How industry led accelerators must change their value proposition to increase success rate of partnerships

80% of digital health partnerships are frequently destined to fail. Accelerators have been one of the most used tools for the healthcare industry to initiate partnerships. Industry led accelerators in particular have been promising to improve partnership success ratio, but they have to change their value proposition.

1 out of 5 partnerships in digital health is unsuccessful. (For more key insights on Partnerships In Digital Health, download R2G’s latest free whitepaper.) Today there are more than 300 accelerators which are actively scouting and working with digital health startups. Typically, investor driven accelerators have set of service offerings that includes funding, mentorship, technical access, exposure channels, business knowledge.

  • Financial value proposition from investor-led accelerators usually consist of initial funding, commonly in the form of convertible note and investor access. In return, accelerators typically ask for 6-8% of equity.
  • Mentorship is significant pillar of curriculum in many investor led accelerators, which usually imply guidance and intensive learning and growth. For example, TechStars has tailored mentorship program from network of 4800 seasoned entrepreneurs, investors and partners.
  • Dedicated office space and technical access during the acceleration programs is not binding according to the expectations of startups. However, physical space to engage with startup one-to-one is nice to have.
  • Exposure channels provided by investor led accelerators are noteworthy, including networking events, investor presentations, demo days, alumni network with tailored introductions and corporate partners in industry. Some of the experienced investor-driven accelerators maintain extensive worldwide network (e.g.TechStars, Startupbootcamp), which is certainly appealing feature to startups.
  • Business consulting of investor led accelerators usually extends to business models, internationalisation strategy and scaling fundamentals, team development, market & competitor analysis.

Aside of general common set of offerings, industry led accelerators are tapping their potentials in providing new value proposition which could play vital role in improving partnership outcomes.
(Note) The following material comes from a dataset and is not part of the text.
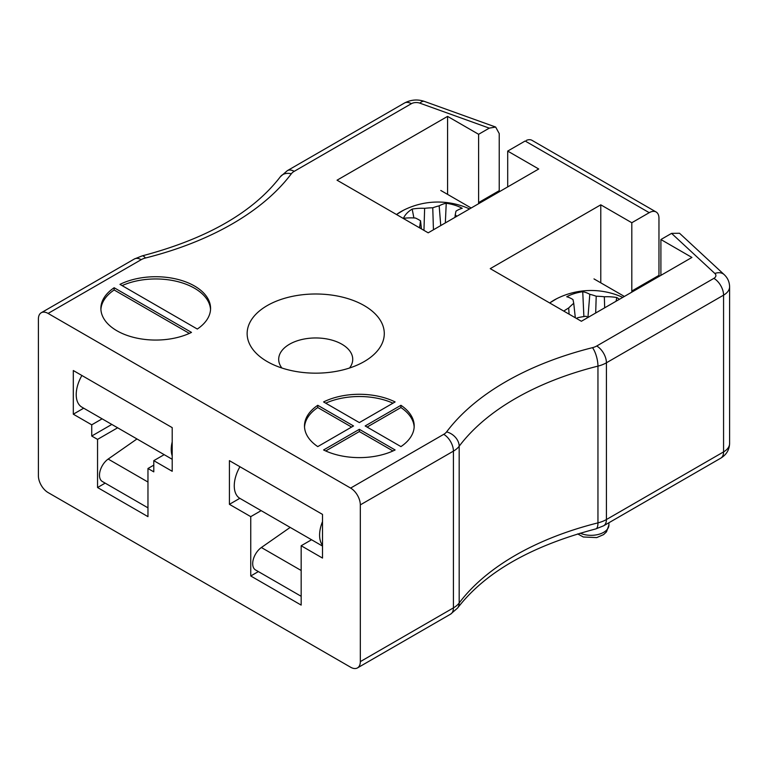 <?xml version="1.0" encoding="UTF-8"?>
<svg xmlns="http://www.w3.org/2000/svg" width="768" height="768" viewBox="0 0 768 768"><rect width="100%" height="100%" fill="white"/><g stroke="black" fill="none" stroke-linecap="round" stroke-linejoin="round"><path stroke-width="1.15" d="M197.309 329.04A54.854 31.67 0 0 0 210.576 308.39A54.854 31.67 0 0 0 178.598 279.61A54.854 31.67 0 0 0 119.962 284.381L197.309 329.04M191.491 332.4L114.144 287.741A54.854 31.67 0 0 0 100.877 308.39A54.854 31.67 0 0 0 132.845 337.171A54.854 31.67 0 0 0 191.491 332.4M395.107 401.942A54.854 31.67 0 0 0 323.578 401.942L359.347 422.592L395.107 401.942M365.165 425.952L400.934 446.602A54.854 31.67 0 0 0 414.192 425.952A54.854 31.67 0 0 0 400.934 405.302L365.165 425.952M359.347 429.312L323.578 449.962A54.854 31.67 0 0 0 395.107 449.962L359.347 429.312L359.347 431.549L325.709 450.97M317.76 405.302A54.854 31.67 0 0 0 304.493 425.952A54.854 31.67 0 0 0 317.76 446.602L353.53 425.952L317.76 405.302L317.76 407.539L351.59 427.066M478.637 203.693A20.573 11.875 60 0 1 478.608 202.589L499.229 190.685L499.229 133.584L495.648 127.046L489.274 128.131L478.608 134.294L447.581 116.381L337.046 180.192L428.189 232.819L538.723 168.998L507.696 151.085L525.12 141.024M489.274 128.131L419.827 103.142A6.854 3.955 0 0 0 411.36 103.699L294.202 171.341A13.709 7.92 0 0 0 291.322 173.789A281.107 162.298 180 0 1 145.43 258.01A13.709 7.92 0 0 0 141.197 259.68L48.096 313.43L350.621 488.083L443.722 434.333A13.709 7.92 0 0 0 446.602 431.894A281.107 162.298 180 0 1 592.493 347.664A13.709 7.92 0 0 0 596.726 346.003L713.875 278.362A6.854 3.955 0 0 0 714.854 273.466L671.568 233.376L660.902 239.53L691.93 257.443L581.386 321.264L490.243 268.646L600.778 204.826L631.805 222.739L649.229 212.678L525.293 141.091M267.235 361.574A68.563 39.581 0 0 0 364.195 361.574A68.563 39.581 0 0 0 364.195 305.587A68.563 39.581 0 0 0 267.235 305.587A68.563 39.581 0 0 0 267.226 361.574A68.563 39.581 0 0 0 267.235 361.574M48.096 313.43A13.709 7.92 -120 0 0 41.242 312.749A13.709 7.92 -120 0 0 38.4 319.027L38.4 475.776A13.709 7.92 -120 0 0 48.096 492.566L350.621 667.229A13.709 7.92 -120 0 0 357.475 667.91A13.709 7.92 -120 0 0 360.317 661.632L453.418 607.882A27.427 15.83 0 0 0 459.178 602.986A267.398 154.378 180 0 1 597.955 522.874A27.427 15.83 0 0 0 606.422 519.542L723.571 451.901A20.573 11.875 0 0 0 729.6 443.51C729.341 449.875 726.394 454.771 720.739 458.179A13.709 7.92 -120 0 0 723.571 451.901L723.571 295.152L606.422 362.794L606.422 519.542A13.709 7.92 -120 0 1 603.581 525.821L720.739 458.179M631.843 292.138A20.573 11.875 60 0 1 631.805 291.034L658.963 275.366L658.963 218.266A13.709 7.92 120 0 0 656.122 211.987A13.709 7.92 120 0 0 650.496 212.045L649.123 212.582M658.963 275.366A20.573 11.875 -120 0 0 658.992 276.461M656.122 211.987L532.003 140.333A13.709 7.92 120 0 0 526.378 140.39M714.854 273.466A13.709 9.504 -47.2 0 1 724.166 274.608L679.536 233.261L671.568 233.376M499.229 190.685L499.267 191.779M301.171 545.75L322.502 558.067L322.502 514.397L229.411 460.656L229.411 504.326L250.752 516.643L250.752 575.981L301.171 605.088L301.171 545.75L311.558 539.75M73.306 414.192L91.728 424.829L91.728 436.032L97.546 439.382L97.546 487.526L147.965 516.643L147.965 468.499L153.782 471.859L153.782 460.656L172.205 471.293L172.205 427.632L73.306 370.531L73.306 414.192L83.693 408.192M596.726 346.003A13.709 7.92 60 0 1 606.422 362.794A27.427 15.83 180 0 1 597.955 366.125A267.398 154.378 0 0 0 459.178 446.237A27.427 15.83 180 0 1 453.418 451.133L360.317 504.883L360.317 661.632M360.317 504.883A13.709 7.92 -120 0 0 350.621 488.083M164.179 454.656L153.782 460.656M153.782 465.139L147.965 468.499M105.168 483.13L97.546 487.526M117.638 427.786L97.546 439.382M111.811 424.426L91.728 436.032M102.115 418.829L91.728 424.829M258.365 571.584L250.752 575.981M261.139 510.643L250.752 516.643M239.808 498.326L229.411 504.326M650.496 212.045L649.229 212.678M392.976 403.171A54.854 31.67 0 0 0 325.709 403.171M414.163 427.066A54.854 31.67 0 0 0 400.934 407.539L367.104 427.066M400.934 407.539L400.934 405.302M359.347 431.549L392.976 450.97M317.76 407.539A54.854 31.67 0 0 0 304.531 427.066M189.36 333.408L114.144 289.978L114.144 287.741M114.144 289.978A54.854 31.67 0 0 0 100.906 309.514M210.538 309.514A54.854 31.67 0 0 0 178.973 281.942A54.854 31.67 0 0 0 122.093 285.61M631.805 291.034L631.805 222.739M660.902 275.357L660.902 239.53M600.778 282.826L600.778 204.826M478.608 202.589L478.608 134.294M507.696 186.912L507.696 151.085M447.581 194.381L447.581 116.381M349.546 368.006A37.027 21.379 0 0 0 352.733 359.328A37.027 21.379 0 0 0 315.715 337.958A37.027 21.379 0 0 0 278.688 359.328A37.027 21.379 0 0 0 281.875 368.006M549.725 302.986A52.205 30.144 180 0 1 556.637 298.723L549.686 302.957M563.77 311.098A76.118 58.224 -47.6 0 1 568.685 307.968A75.504 42.442 -69.4 0 1 573.734 303.293A75.504 2.688 -97.6 0 0 572.976 299.578A76.118 25.747 -111.6 0 0 566.736 296.755A35.414 20.448 180 0 1 582.739 291.734A76.118 33.408 76.9 0 1 589.805 294.298A75.504 51.533 59 0 1 596.208 296.237A75.504 64.867 -11.9 0 1 604.339 296.774A76.118 58.224 -47.6 0 1 616.8 297.542A35.414 20.448 180 0 1 619.402 299.318M588.01 317.443A75.504 43.939 -129.6 0 0 585.955 316.262A75.504 57.274 170.7 0 0 577.834 317.683A76.118 50.563 140.5 0 0 576.49 318.432M616.08 301.238L616.8 297.542M604.675 307.824L604.339 296.774M595.69 313.008L596.208 296.237M587.942 317.395L589.805 294.298M583.882 316.56L582.739 291.734M575.318 317.76L573.734 303.293M569.098 314.17L568.685 307.968M396.518 214.531A52.205 30.144 180 0 1 403.44 210.269A52.205 30.144 180 0 1 403.45 210.269L396.48 214.512M419.088 227.558A76.118 33.408 -76.9 0 1 419.779 226.435A75.504 10.282 -90.6 0 1 420.538 220.762A75.504 34.838 -119.2 0 0 415.488 218.045A76.118 50.563 -140.5 0 0 403.469 218.333A35.414 20.448 180 0 1 412.176 209.088A76.118 58.224 47.6 0 1 424.637 208.33A75.504 64.867 11.9 0 1 432.758 207.782A75.504 51.533 -59 0 1 439.171 205.853A76.118 33.408 -76.9 0 1 446.237 203.28A35.414 20.448 180 0 1 462.23 208.31A76.118 25.747 111.6 0 0 455.99 211.133A75.504 2.688 97.6 0 0 455.232 214.838A75.504 42.442 69.4 0 1 456.864 216.259M454.954 217.363L455.232 214.838M445.334 222.922L446.237 203.28M440.755 225.562L439.171 205.853M433.44 229.786L432.758 207.782M423.955 230.371L424.637 208.33M413.894 217.949L412.176 209.088M421.459 228.931L420.538 220.762M419.942 228.058L419.779 226.435M593.99 278.909L624.374 296.448M440.794 190.464L471.168 208.003M301.171 596.294L255.523 569.942A13.709 7.92 -60 0 1 253.248 559.603A13.709 7.92 -60 0 1 261.37 547.517L290.179 527.405M239.942 466.733A27.427 15.83 120 0 0 239.942 498.403L322.502 546.067M322.502 521.635A27.427 15.83 120 0 0 322.502 545.232M147.965 507.84L102.326 481.488A13.709 7.92 -60 0 1 100.042 471.149A13.709 7.92 -60 0 1 108.173 459.062L136.973 438.96M81.898 375.485A27.427 15.83 120 0 0 81.898 407.155L172.205 459.293M172.205 441.907A27.427 15.83 120 0 0 172.205 455.894M443.722 434.333A13.709 7.92 60 0 1 453.418 451.133L453.418 607.882A13.709 7.92 -120 0 1 450.576 614.15L457.565 608.074A13.709 10.272 -143.1 0 0 459.178 602.986L459.178 446.237A13.709 10.272 36.9 0 0 446.602 431.894M592.493 347.664A13.709 4.464 75.9 0 1 597.955 366.125L597.955 522.874A13.709 4.464 -104.1 0 1 595.824 528.912C531.091 546.019 485.002 572.41 457.565 608.074M729.6 443.51L729.6 286.762A20.573 11.875 180 0 1 723.571 295.152A13.709 7.92 60 0 0 713.875 278.362M41.242 312.749L134.342 258.998A13.709 7.92 60 0 1 141.197 259.68M134.342 258.998L142.099 255.907A13.709 4.464 75.9 0 1 145.43 258.01M142.099 255.907C206.842 238.8 252.922 212.41 280.358 176.736A13.709 10.272 36.9 0 1 291.322 173.789M280.358 176.736L287.347 170.659A13.709 7.92 60 0 1 294.202 171.341M287.347 170.659L404.496 103.018A13.709 7.92 60 0 1 411.36 103.699M404.496 103.018C410.986 99.629 417.648 99.101 424.474 101.434A13.709 5.923 109.8 0 0 419.827 103.142M580.176 533.174A17.827 10.291 0 0 0 598.934 534.278A17.827 10.291 0 0 0 608.909 525.043L608.909 522.739M261.37 547.517L301.171 570.49M108.173 459.062L147.965 482.035M603.581 525.821L595.824 528.912M357.475 667.91L450.576 614.15M424.474 101.434L495.648 127.046M729.6 286.762C729.485 281.952 727.68 277.901 724.166 274.608M622.752 297.389A76.186 76.186 0 0 0 556.646 298.723M608.909 525.043L606.499 531.85L603.562 534.624L596.736 537.59L583.334 536.995L577.69 533.923M469.555 208.934A76.186 76.186 0 0 0 403.45 210.269"/></g></svg>

  • Their financial offerings extend to the equity free conditions, additional royalty agreements and other forms of potential mutually beneficial financial gains. Such steps could be seen in Creasphere or Baselaunch, both are industry led accelerators derived from the collaboration of stakeholders in digital healthcare: Creasphere – collaboration efforts of Roche, Sanofi and Plug and Play and Baselaunch – partnership of private allies such as Pfizer and Roche, Novartis venture fund, Johnson & Johnson and others.
  • When it comes to mentorship, new value proposition offered by industry led accelerators is mentorship from healthcare experts, clinicians, researchers and other healthcare industry professionals. For example, Cedars-Sinai Accelerator is promising direct access to clinicians and front-line staff at Cedars-Sinai hospital as well as their medical groups.
  • Industry led accelerators’ clinical expertise certainly could play crucial role for the startups, which want to get explicit contact with industry stakeholders who might happen to be the end users of their solutions or simply to validate the solutions in real-life settings.
  • Their exposure channels are narrowed down to the deep network of healthcare experts, health system executives, experienced healthcare entrepreneurs and healthcare investors, in some cases, even to political decision makers. It could expand access for startups to the distribution channels.
  • Some of the exceptional business knowledge such as regulatory assistance, certification or clinical validation support are part of the programs of industry led accelerators. Such deeper understanding of the context and environment gives them strategic advantage over the investor led accelerators.
  • Ready-to-use laboratories and access to the clinical infrastructure, workflows are other new value propositions which are worth mentioning. For example, Merck Accelerator gives startups entry to the Makerspace, an Innovation Center where startups can make test their solutions and develop prototypes.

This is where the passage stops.